___ Dataset

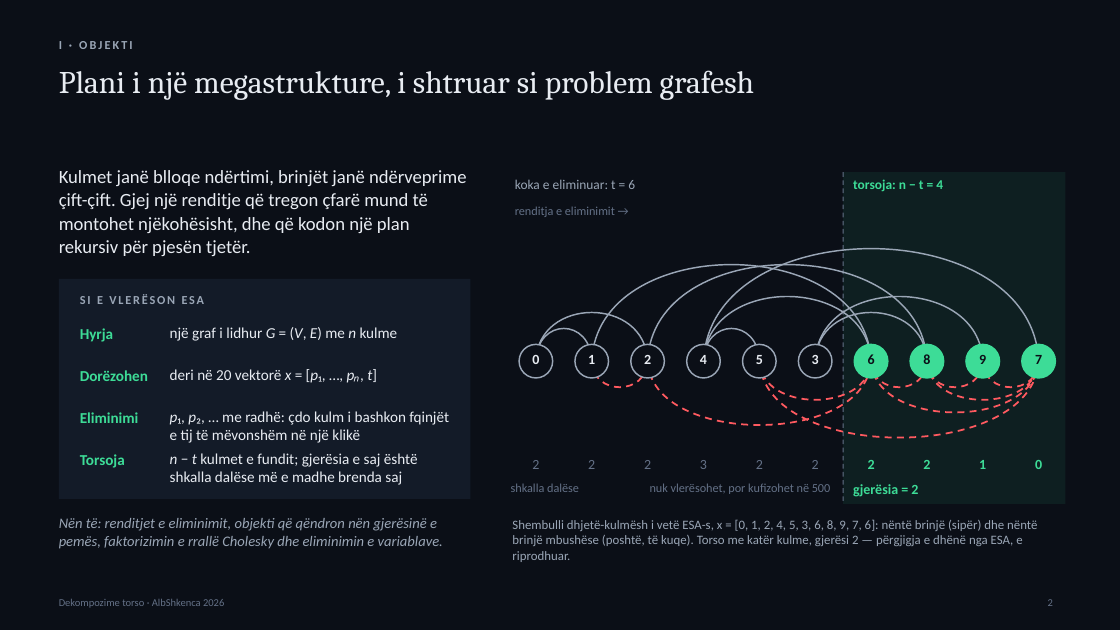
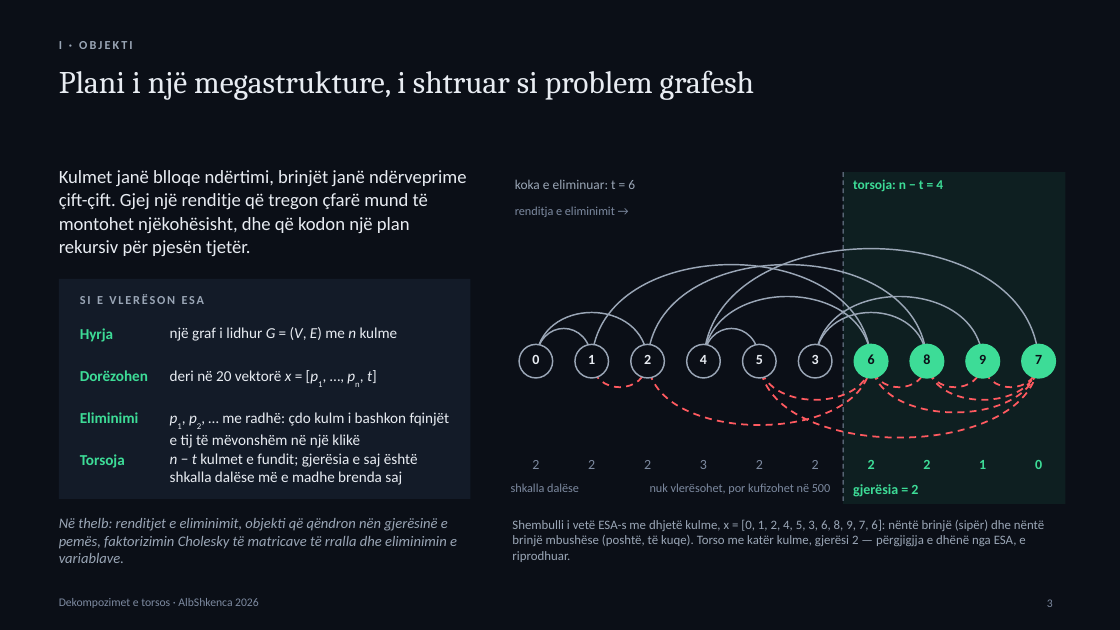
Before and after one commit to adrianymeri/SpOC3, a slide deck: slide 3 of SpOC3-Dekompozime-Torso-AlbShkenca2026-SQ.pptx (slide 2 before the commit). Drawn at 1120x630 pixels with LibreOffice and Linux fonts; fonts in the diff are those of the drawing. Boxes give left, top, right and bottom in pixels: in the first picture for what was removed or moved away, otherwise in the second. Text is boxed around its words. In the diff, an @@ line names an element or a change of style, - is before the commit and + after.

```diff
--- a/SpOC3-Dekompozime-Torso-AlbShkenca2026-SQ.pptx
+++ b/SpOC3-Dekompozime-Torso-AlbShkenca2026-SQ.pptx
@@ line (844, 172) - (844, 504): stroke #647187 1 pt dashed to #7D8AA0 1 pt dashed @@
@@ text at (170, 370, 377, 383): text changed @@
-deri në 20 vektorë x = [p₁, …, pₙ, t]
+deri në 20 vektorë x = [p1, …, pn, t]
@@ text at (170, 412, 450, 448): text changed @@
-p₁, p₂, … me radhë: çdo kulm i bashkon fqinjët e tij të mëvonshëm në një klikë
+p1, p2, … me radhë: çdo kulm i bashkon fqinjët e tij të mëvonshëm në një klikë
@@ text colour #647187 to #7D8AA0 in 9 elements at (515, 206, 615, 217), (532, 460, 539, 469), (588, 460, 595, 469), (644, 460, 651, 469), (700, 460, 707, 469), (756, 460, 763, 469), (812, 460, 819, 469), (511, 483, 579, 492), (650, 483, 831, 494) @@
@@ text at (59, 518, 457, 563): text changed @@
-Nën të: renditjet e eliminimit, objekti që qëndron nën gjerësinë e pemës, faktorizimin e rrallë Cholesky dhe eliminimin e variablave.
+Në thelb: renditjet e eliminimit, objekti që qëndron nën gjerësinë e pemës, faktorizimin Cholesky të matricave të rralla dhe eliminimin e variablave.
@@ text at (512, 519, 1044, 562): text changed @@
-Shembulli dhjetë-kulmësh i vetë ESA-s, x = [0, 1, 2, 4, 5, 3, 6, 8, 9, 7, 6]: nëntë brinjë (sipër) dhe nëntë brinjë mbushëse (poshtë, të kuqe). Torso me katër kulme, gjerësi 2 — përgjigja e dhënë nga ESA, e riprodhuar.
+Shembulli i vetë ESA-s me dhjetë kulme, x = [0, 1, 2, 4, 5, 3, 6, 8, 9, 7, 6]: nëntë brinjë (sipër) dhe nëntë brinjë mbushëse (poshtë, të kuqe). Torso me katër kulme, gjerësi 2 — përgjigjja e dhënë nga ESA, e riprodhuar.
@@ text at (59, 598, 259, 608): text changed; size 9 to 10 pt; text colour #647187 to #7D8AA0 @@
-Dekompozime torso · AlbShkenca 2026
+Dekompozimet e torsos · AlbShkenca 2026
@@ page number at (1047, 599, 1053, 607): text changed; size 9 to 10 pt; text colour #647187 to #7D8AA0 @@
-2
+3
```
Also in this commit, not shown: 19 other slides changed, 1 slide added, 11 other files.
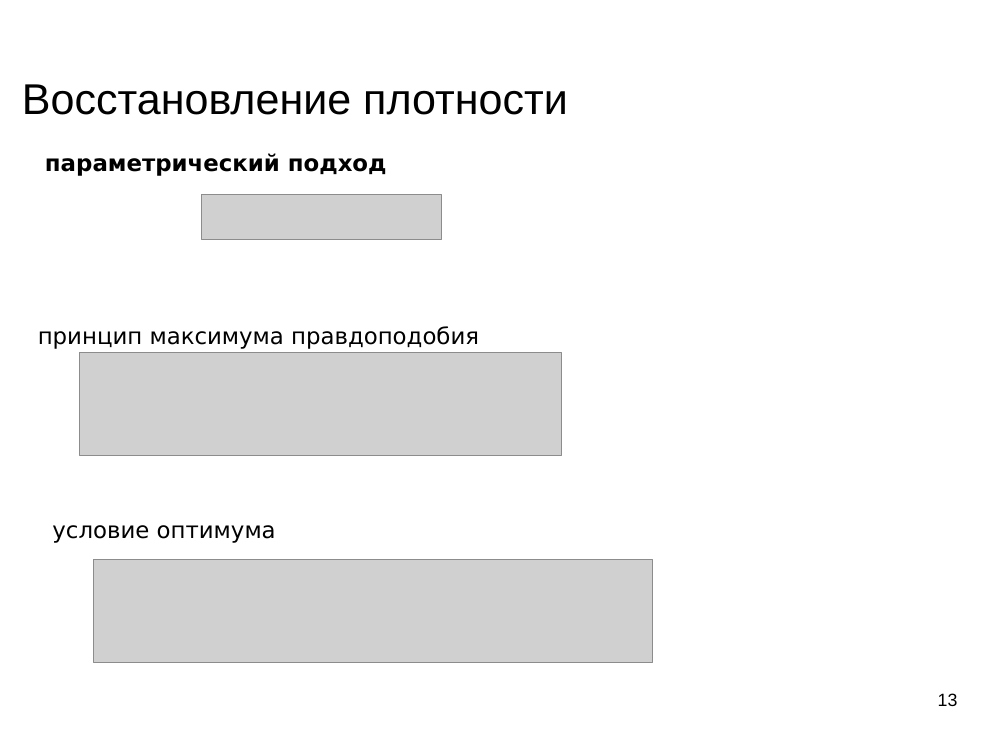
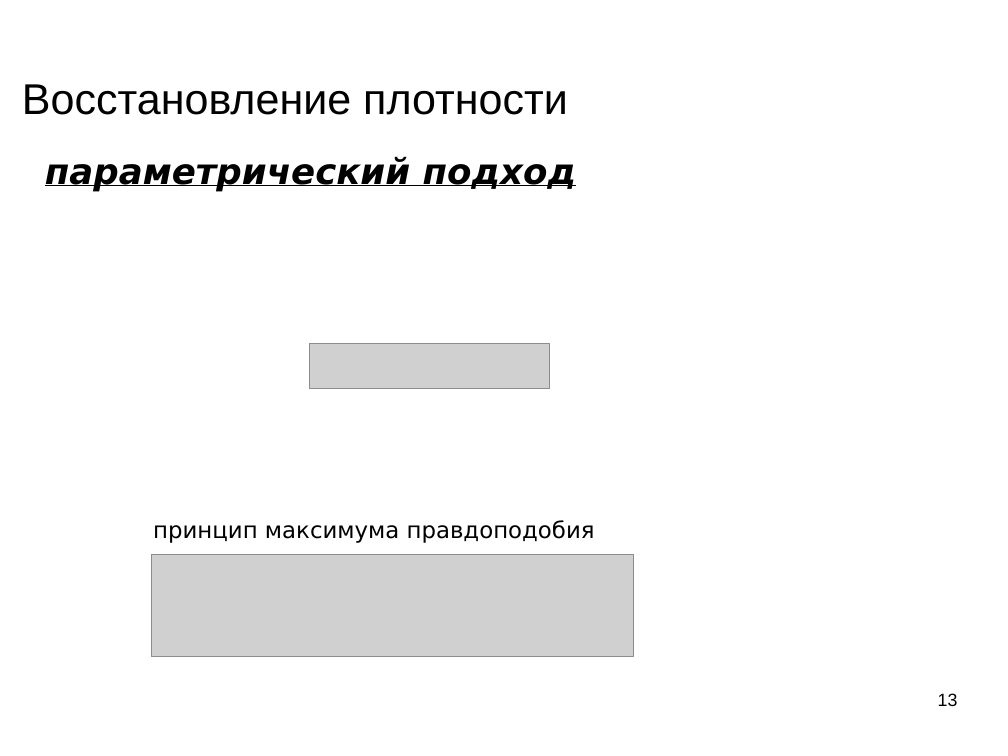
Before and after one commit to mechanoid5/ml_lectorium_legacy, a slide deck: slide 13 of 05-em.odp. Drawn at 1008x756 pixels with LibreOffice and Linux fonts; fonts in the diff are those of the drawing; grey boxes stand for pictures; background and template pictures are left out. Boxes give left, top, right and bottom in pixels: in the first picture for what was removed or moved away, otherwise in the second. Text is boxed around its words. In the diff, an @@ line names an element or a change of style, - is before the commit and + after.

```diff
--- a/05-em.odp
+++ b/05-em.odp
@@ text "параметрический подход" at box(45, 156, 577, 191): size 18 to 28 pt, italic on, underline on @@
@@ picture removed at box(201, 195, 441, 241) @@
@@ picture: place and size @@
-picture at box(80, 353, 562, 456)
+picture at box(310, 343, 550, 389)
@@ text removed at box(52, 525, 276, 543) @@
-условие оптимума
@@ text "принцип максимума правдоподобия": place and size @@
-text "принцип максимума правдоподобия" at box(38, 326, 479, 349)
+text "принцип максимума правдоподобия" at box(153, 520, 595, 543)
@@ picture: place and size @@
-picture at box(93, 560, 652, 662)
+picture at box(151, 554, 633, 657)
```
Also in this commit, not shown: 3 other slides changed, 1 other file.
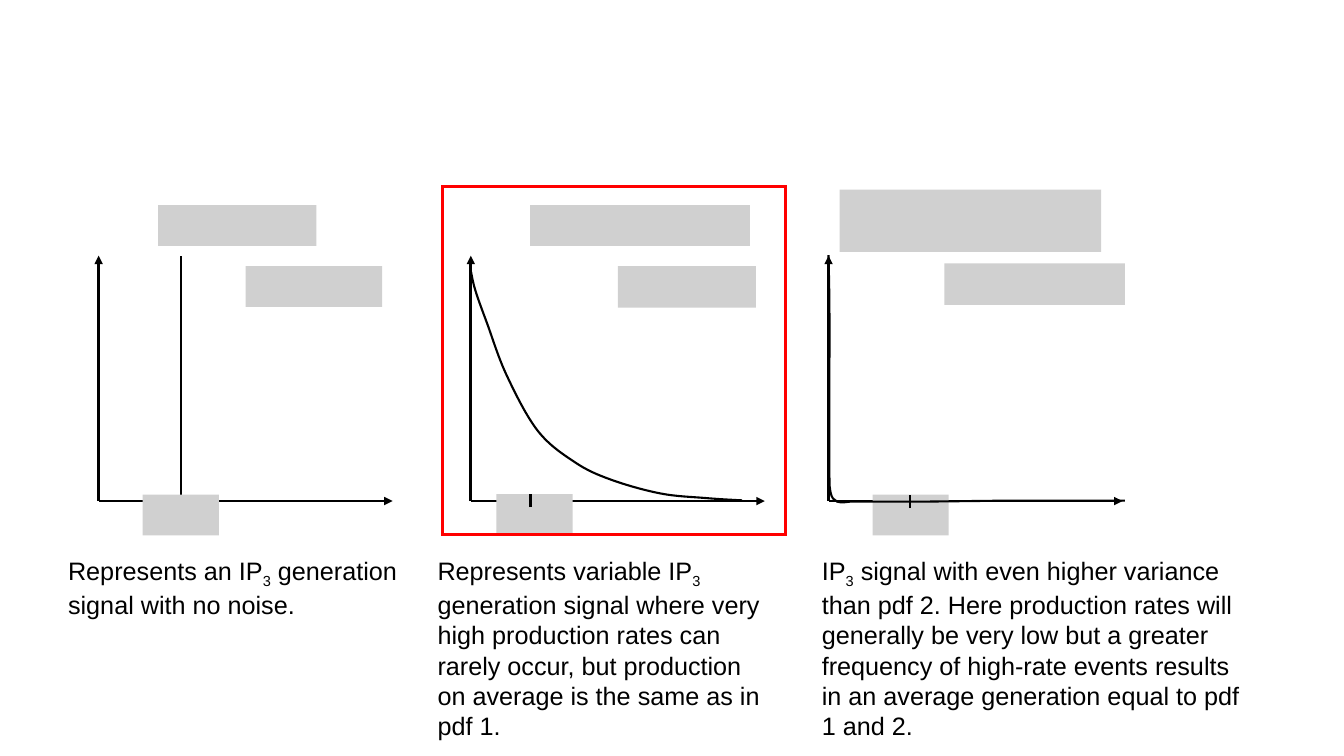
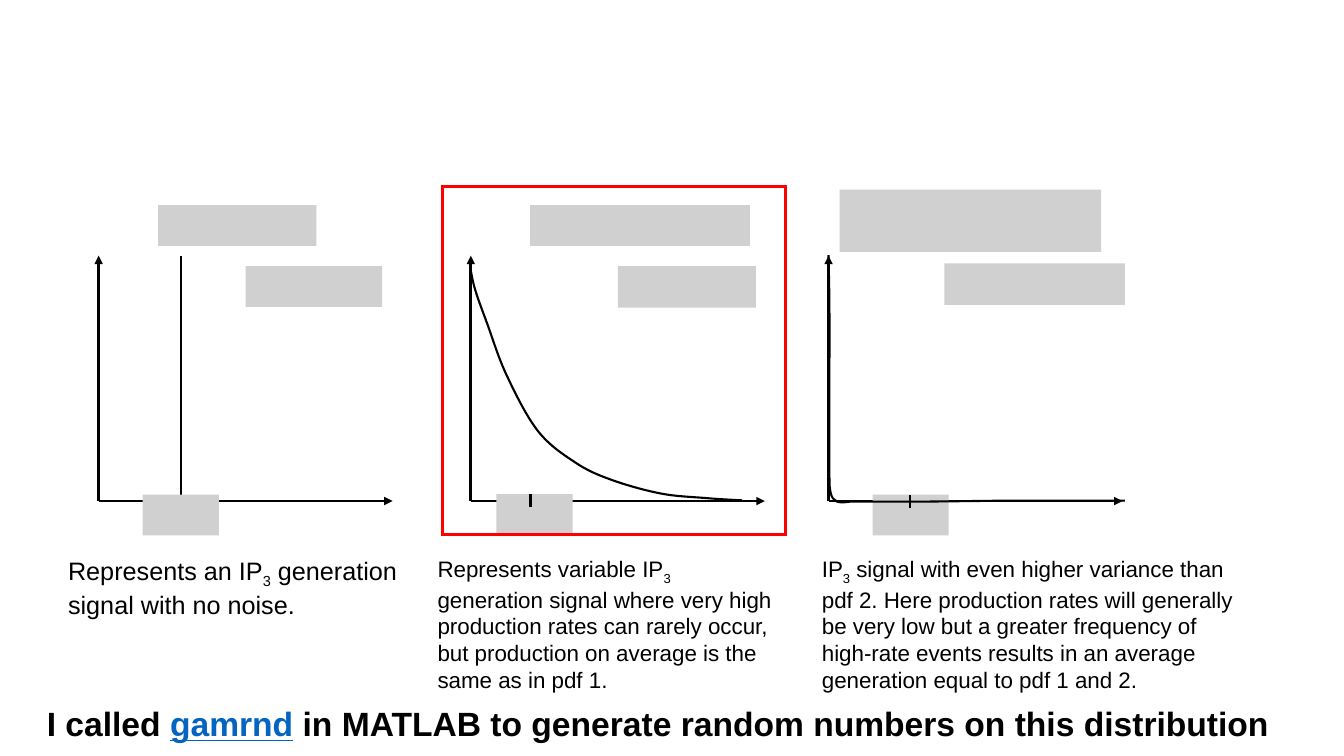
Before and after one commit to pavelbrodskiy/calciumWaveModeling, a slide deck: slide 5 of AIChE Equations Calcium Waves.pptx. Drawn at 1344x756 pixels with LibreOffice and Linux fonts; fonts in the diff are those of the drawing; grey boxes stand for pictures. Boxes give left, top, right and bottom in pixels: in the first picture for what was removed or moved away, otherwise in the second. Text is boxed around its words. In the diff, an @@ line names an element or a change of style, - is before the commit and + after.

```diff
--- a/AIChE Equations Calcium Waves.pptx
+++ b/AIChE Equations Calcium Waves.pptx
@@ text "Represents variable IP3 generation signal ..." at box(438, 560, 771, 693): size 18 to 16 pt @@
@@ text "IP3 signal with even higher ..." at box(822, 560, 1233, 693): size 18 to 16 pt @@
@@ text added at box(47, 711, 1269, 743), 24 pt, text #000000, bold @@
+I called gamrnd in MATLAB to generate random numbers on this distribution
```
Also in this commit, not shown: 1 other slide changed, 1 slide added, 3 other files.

______

**What is expected**. Each line holding the word "objekti" must be pulled from the records.

**Answer box**.
-Nën të: renditjet e eliminimit, objekti që qëndron nën gjerësinë e pemës, faktorizimin e rrallë Cholesky dhe eliminimin e variablave.
+Në thelb: renditjet e eliminimit, objekti që qëndron nën gjerësinë e pemës, faktorizimin Cholesky të matricave të rralla dhe eliminimin e variablave.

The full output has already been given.